🤖 AI Summary
Conventional population genetic models—such as the Wright–Fisher framework—often assume locus independence and neglect linkage disequilibrium (LD) and parameter uncertainty, limiting their applicability to pooled sequencing (Pool-Seq) data under environmental selection. While deep generative models hold promise, their adoption in population genomics remains constrained by high data requirements, poor interpretability, and insufficient integration of local genomic context.
Method: We introduce the first deep generative neural network tailored for Evolve-and-Resequence (E&R) experiments, jointly modeling temporal SNP allele frequency trajectories and flanking genomic sequence information to explicitly capture LD dynamics.
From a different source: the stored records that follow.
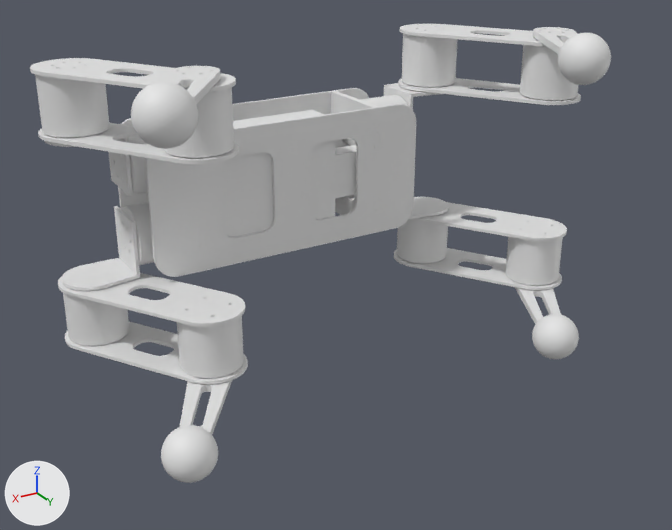
A saved change to the glTF model quad00/out/assembly/quad-hybrid.glb.
Both versions are drawn from a 50 mm lens placed at (405.0, 801.0, 286.0), pointed at (-2.0, 121.0, -54.0). Arrows for +X, +Y and +Z are at lower left; the lights stay in place. The older version comes first.

The first picture shows 'chassis-deck-whole-bottom', 'int-battery', 'paw.fl', 'paw.fr', 'paw.rl', 'paw.rr', 'rs00-hip.fl', 'rs00-knee.fl', 'rs00-knee.fr', 'rs00-knee.rl', 'rs00-knee.rr', 'shin.fl', 'shin.fr', 'shin.rl', 'shin.rr', 'thigh-inner.fl', 'thigh-inner.fr', 'thigh-inner.rl', 'thigh-inner.rr', 'thigh-outer.fl', 'thigh-outer.fr', 'thigh-outer.rl', 'thigh-outer.rr', 'yoke.fr' and 14 more.
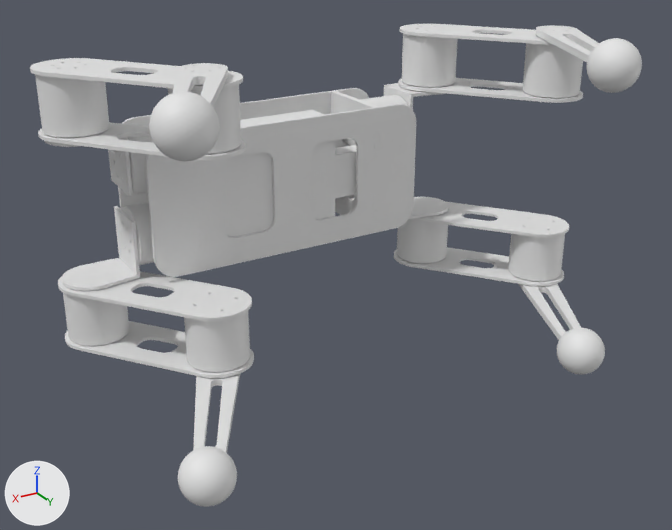
Patch to the scene script:
```diff
--- a/quad00/out/assembly/quad-hybrid.glb.py
+++ b/quad00/out/assembly/quad-hybrid.glb.py
@@ me_thigh_inner @@
 # used by ob_thigh_inner_fl; location = (190.0, 0.0, 70.0)
-me_thigh_inner.from_pydata(...)  # 1228 vertices, 2476 faces; spans x -100.0..32.0, y -32.0..142.0, z 0.0..3.0
+me_thigh_inner.from_pydata(...)  # 1228 vertices, 2476 faces; spans x -110.0..32.0, y -32.0..136.0, z 0.0..3.0
+# me_thigh_inner part 1: the whole mesh is turned 5.1 degrees about the z axis through the mesh origin
@@ me_thigh_outer @@
 # used by ob_thigh_outer_fl; location = (190.0, 0.0, 70.0)
-me_thigh_outer.from_pydata(...)  # 1612 vertices, 3252 faces; spans x -100.0..32.0, y -32.0..142.0, z 56.0..59.0
+me_thigh_outer.from_pydata(...)  # 1612 vertices, 3252 faces; spans x -110.0..32.0, y -32.0..136.0, z 56.0..59.0
+# me_thigh_outer part 2: the whole mesh is turned 5.1 degrees about the z axis through the mesh origin
@@ me_shin @@
 # used by ob_shin_fl; location = (190.0, 0.0, 70.0)
-me_shin.from_pydata(...)  # 1416 vertices, 2856 faces; spans x -88.5..11.0, y 90.5..232.0, z 60.4..66.8
+me_shin.from_pydata(...)  # 1416 vertices, 2856 faces; spans x -98.0..11.0, y 84.0..266.0, z 60.4..66.8
+# me_shin part 3: 4 vertices moved within x -79.5..-67.7, y 98.2..116.0, z 60.4..66.8; 1408 vertices removed from x -88.5..11.0, y 90.5..232.0, z 60.4..66.8; 1408 vertices added at x -98.0..11.0, y 84.0..266.0, z 60.4..66.8
@@ me_paw @@
 # used by ob_paw_fl; location = (190.0, 0.0, 70.0)
-me_paw.from_pydata(...)  # 642 vertices, 1280 faces; spans x -22.0..22.0, y 199.0..243.0, z 41.6..85.6
+me_paw.from_pydata(...)  # 642 vertices, 1280 faces; spans x -22.0..22.0, y 233.1..276.9, z 41.6..85.6
+# me_paw part 4: the whole mesh is turned 4.5 degrees about the z axis through its middle, then moved by (0.0, 34.0, 0.0)
@@ me_rs00_knee @@
 # used by ob_rs00_knee_fl; location = (190.0, 0.0, 70.0)
-me_rs00_knee.from_pydata(...)  # 130 vertices, 256 faces; spans x -97.0..-40.0, y 82.0..139.0, z 4.2..55.2
+me_rs00_knee.from_pydata(...)  # 130 vertices, 256 faces; spans x -106.5..-49.6, y 75.5..132.4, z 4.2..55.2
+# me_rs00_knee part 5: the whole mesh is turned 5.1 degrees about the z axis through the mesh origin
```

Where the change shows, as pixel boxes (x1, y1, x2, y2) in the pictures (672 x 530 px; the box of a moved part takes in the faces that stretch with it):
'thigh-inner.fr', turned: before (58, 273, 245, 327); after (58, 271, 252, 321)
'paw.fl', moved, turned: before (131, 82, 198, 149); after (149, 91, 220, 162)
'paw.fr', moved, turned: before (161, 425, 218, 483); after (178, 446, 237, 507)
'thigh-outer.fr', turned: before (65, 322, 248, 384); after (65, 321, 254, 378)
'rs00-knee.fr', moved, turned: before (177, 316, 244, 378); after (184, 311, 250, 372)
'paw.rl', moved, turned: before (558, 33, 611, 85); after (587, 38, 642, 93)
'thigh-outer.fl', turned: before (30, 58, 236, 92); after (30, 58, 243, 90)
'rs00-knee.fl', moved, turned: before (164, 81, 234, 158); after (168, 85, 241, 154)
'thigh-inner.rr', turned: before (410, 202, 567, 241); after (410, 202, 569, 237)
'shin.fr', reshaped: before (179, 380, 232, 435); after (193, 374, 240, 453)
'rs00-knee.rl', moved, turned: before (520, 45, 578, 100); after (523, 37, 583, 98)
'paw.rr', moved, turned: before (532, 314, 579, 359); after (557, 328, 605, 375)
'thigh-inner.fl', turned: before (38, 123, 239, 164); after (38, 122, 246, 160)
'rs00-knee.rr', moved, turned: before (506, 237, 563, 285); after (508, 234, 565, 281)
'thigh-outer.rr', turned: before (394, 248, 562, 290); after (394, 247, 564, 286)
'thigh-inner.rl', turned: before (398, 78, 581, 105); after (398, 78, 583, 103)
'thigh-outer.rl', turned: before (400, 24, 547, 47); after (400, 24, 553, 45)
'shin.rr', reshaped: before (515, 287, 561, 324); after (519, 284, 581, 340)
'shin.fl', reshaped: before (163, 66, 221, 104); after (173, 63, 228, 107)
'shin.rl', reshaped: before (533, 27, 577, 54); after (536, 25, 599, 62)
part 1 of me_thigh_inner, moved or reshaped: before (69, 79, 581, 327); after (69, 79, 583, 321)
part 2 of me_thigh_outer, moved or reshaped: before (56, 25, 562, 384); after (56, 25, 564, 378)
part 3 of me_shin, moved or reshaped: before (163, 27, 577, 435); after (173, 25, 599, 453)
part 4 of me_paw, moved or reshaped: before (131, 33, 611, 483); after (149, 38, 642, 507)
part 5 of me_rs00_knee, moved or reshaped: before (164, 45, 578, 378); after (168, 37, 583, 372)

Contribution/Results: On simulated E&R data, our approach significantly improves LD estimation accuracy—particularly in high-LD regions—overcoming the limitations of independent-site assumptions. It delivers a novel, interpretable, and high-precision paradigm for Pool-Seq analysis, enabling principled inference of selection signatures while accounting for realistic genomic architecture.
📝 Abstract
The investigation of allele frequency trajectories in populations evolving under controlled environmental pressures has become a popular approach to study evolutionary processes on the molecular level. Statistical models based on well-defined evolutionary concepts can be used to validate different hypotheses about empirical observations. Despite their popularity, classic statistical models like the Wright-Fisher model suffer from simplified assumptions such as the independence of selected loci along a chromosome and uncertainty about the parameters. Deep generative neural networks offer a powerful alternative known for the integration of multivariate dependencies and noise reduction. Due to their high data demands and challenging interpretability they have, so far, not been widely considered in the area of population genomics. To address the challenges in the area of Evolve and Resequencing experiments (E&R) based on pooled sequencing (Pool-Seq) data, we introduce a deep generative neural network that aims to model a concept of evolution based on empirical observations over time. The proposed model estimates the distribution of allele frequency trajectories by embedding the observations from single nucleotide polymorphisms (SNPs) with information from neighboring loci. Evaluation on simulated E&R experiments demonstrates the model's ability to capture the distribution of allele frequency trajectories and illustrates the representational power of deep generative models on the example of linkage disequilibrium (LD) estimation. Inspecting the internally learned representations enables estimating pairwise LD, which is typically inaccessible in Pool-Seq data. Our model provides competitive LD estimation in Pool-Seq data high degree of LD when compared to existing methods.